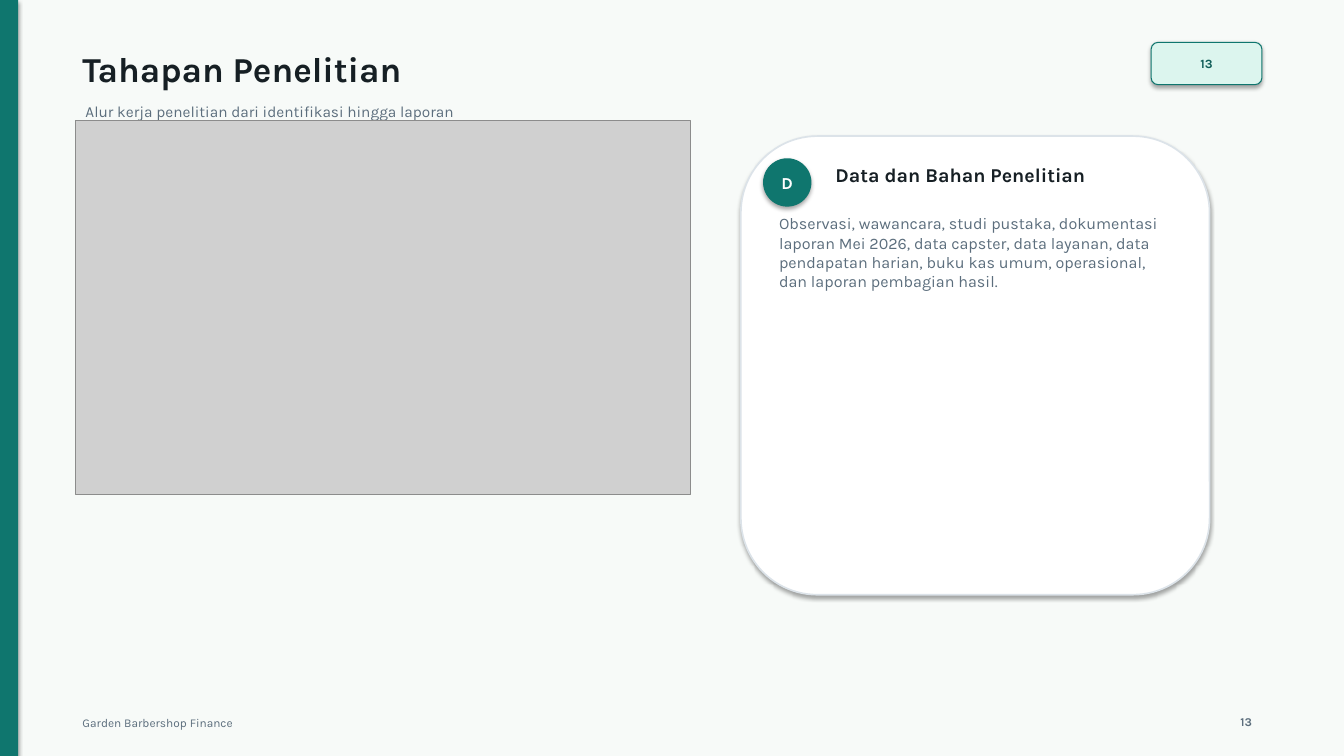
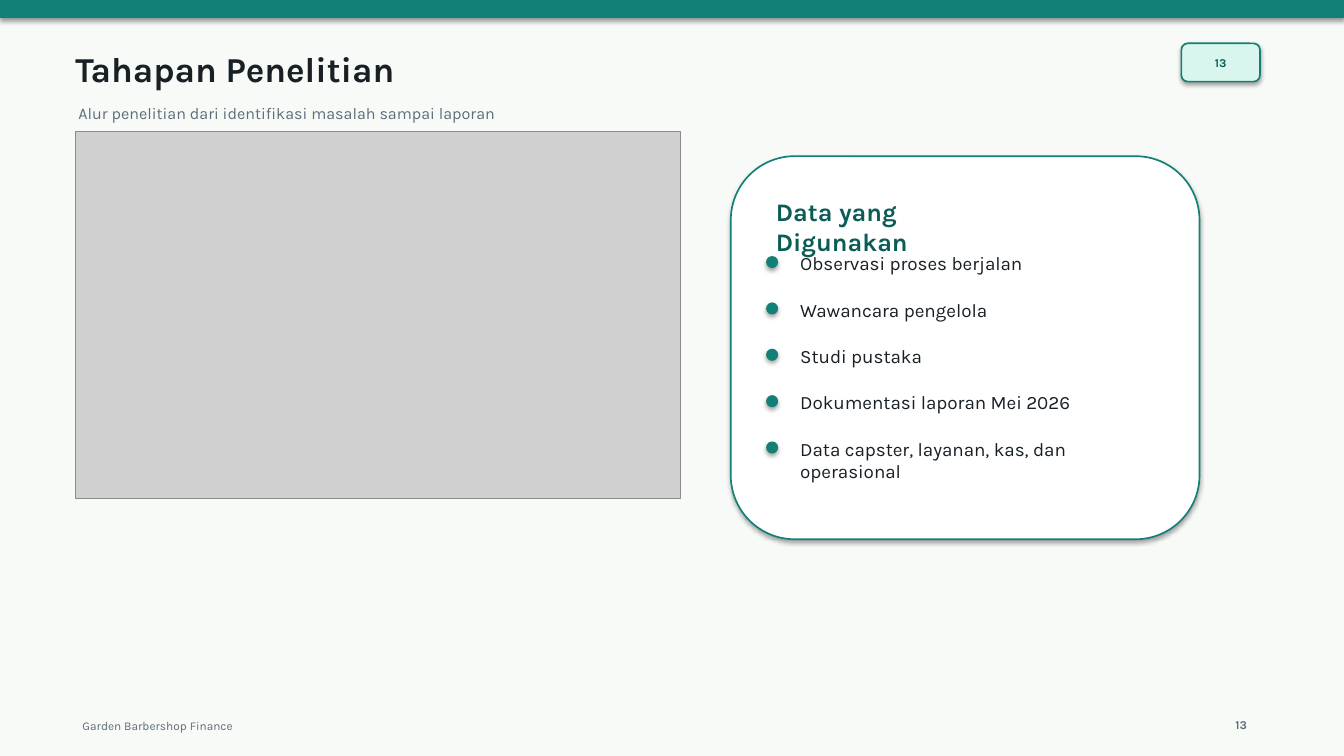
Before and after one commit to Anamsyahrul/garden_barbershop_finance, a slide deck: slide 13 of docs/Slides Proposal Skripsi.pptx. Drawn at 1344x756 pixels with LibreOffice and Linux fonts; fonts in the diff are those of the drawing; grey boxes stand for pictures. Boxes give left, top, right and bottom in pixels: in the first picture for what was removed or moved away, otherwise in the second. Text is boxed around its words. In the diff, an @@ line names an element or a change of style, - is before the commit and + after.

```diff
--- a/docs/Slides Proposal Skripsi.pptx
+++ b/docs/Slides Proposal Skripsi.pptx
@@ background #F7FAF8 to #F8FAF7 @@
@@ rectangle removed at (0, 0, 18, 756) @@
@@ rectangle added at (0, 0, 1344, 18), fill #128076 @@
@@ text "Tahapan Penelitian": place and size @@
-text "Tahapan Penelitian" at (82, 57, 402, 91)
+text "Tahapan Penelitian" at (75, 57, 395, 91)
@@ text "Tahapan Penelitian" at (75, 57, 395, 91): text colour #161F24 to #182026 @@
@@ text "13": place and size @@
-text "13" at (1200, 59, 1212, 68)
+text "13" at (1215, 59, 1227, 67)
@@ text "13" at (1215, 59, 1227, 67): size 9 to 8.5 pt, text colour #115E59 to #0C5C56 @@
@@ rounded rectangle: place and size @@
-rounded rectangle at (1151, 42, 1262, 85)
+rounded rectangle at (1182, 43, 1260, 82)
@@ rounded rectangle at (1182, 43, 1260, 82): fill #DCF5EE to #D8F6EE; outline #0F766E 0.75 pt to #128076 1.2 pt @@
@@ text at (78, 108, 495, 123): text changed; size 11 to 11.5 pt; text colour #5C6E7D to #5C6D7B @@
-Alur kerja penelitian dari identifikasi hingga laporan
+Alur penelitian dari identifikasi masalah sampai laporan
@@ picture: place and size @@
-picture at (76, 121, 691, 494)
+picture at (76, 131, 681, 498)
@@ rounded rectangle: place and size @@
-rounded rectangle at (741, 136, 1210, 595)
+rounded rectangle at (731, 156, 1200, 539)
@@ rounded rectangle at (731, 156, 1200, 539): outline #DCE3E9 1.2 pt to #128076 1.2 pt @@
@@ ellipse removed at (763, 158, 812, 207) @@
@@ text removed at (781, 178, 793, 189) @@
-D
@@ text added at (776, 204, 908, 258), 18 pt, text #0C5C56, bold @@
+Data yang Digunakan
@@ text removed at (779, 218, 1157, 291) @@
-Observasi, wawancara, studi pustaka, dokumentasi laporan Mei 2026, data capster, data layanan, data pendapatan harian, buku kas umum, operasional, dan laporan pembagian hasil.
@@ ellipse added at (766, 256, 778, 268), fill #128076 @@
@@ text at (800, 253, 1023, 275): text changed; size 14 to 13.5 pt; text colour #161F24 to #182026; bold off @@
-Data dan Bahan Penelitian
+Observasi proses berjalan
@@ ellipse added at (766, 302, 778, 315), fill #128076 @@
@@ text added at (800, 304, 987, 322), 13.5 pt, text #182026 @@
+Wawancara pengelola
@@ ellipse added at (766, 349, 778, 361), fill #128076 @@
@@ text added at (800, 350, 922, 368), 13.5 pt, text #182026 @@
+Studi pustaka
@@ ellipse added at (766, 395, 778, 407), fill #128076 @@
@@ text added at (800, 396, 1070, 414), 13.5 pt, text #182026 @@
+Dokumentasi laporan Mei 2026
@@ ellipse added at (766, 442, 778, 454), fill #128076 @@
@@ text added at (800, 443, 1066, 483), 13.5 pt, text #182026 @@
+Data capster, layanan, kas, dan operasional
@@ text "Garden Barbershop Finance" at (82, 722, 233, 733): text colour #5C6E7D to #5C6D7B @@
@@ text "13" at (1235, 721, 1247, 729): text colour #5C6E7D to #5C6D7B @@
```
Also in this commit, not shown: 11 other slides changed, 6 slides added, 6 slides removed.

Work order: In the records above, find each line with the word "dari" and copy it out.

Output below:
-Alur kerja penelitian dari identifikasi hingga laporan
+Alur penelitian dari identifikasi masalah sampai laporan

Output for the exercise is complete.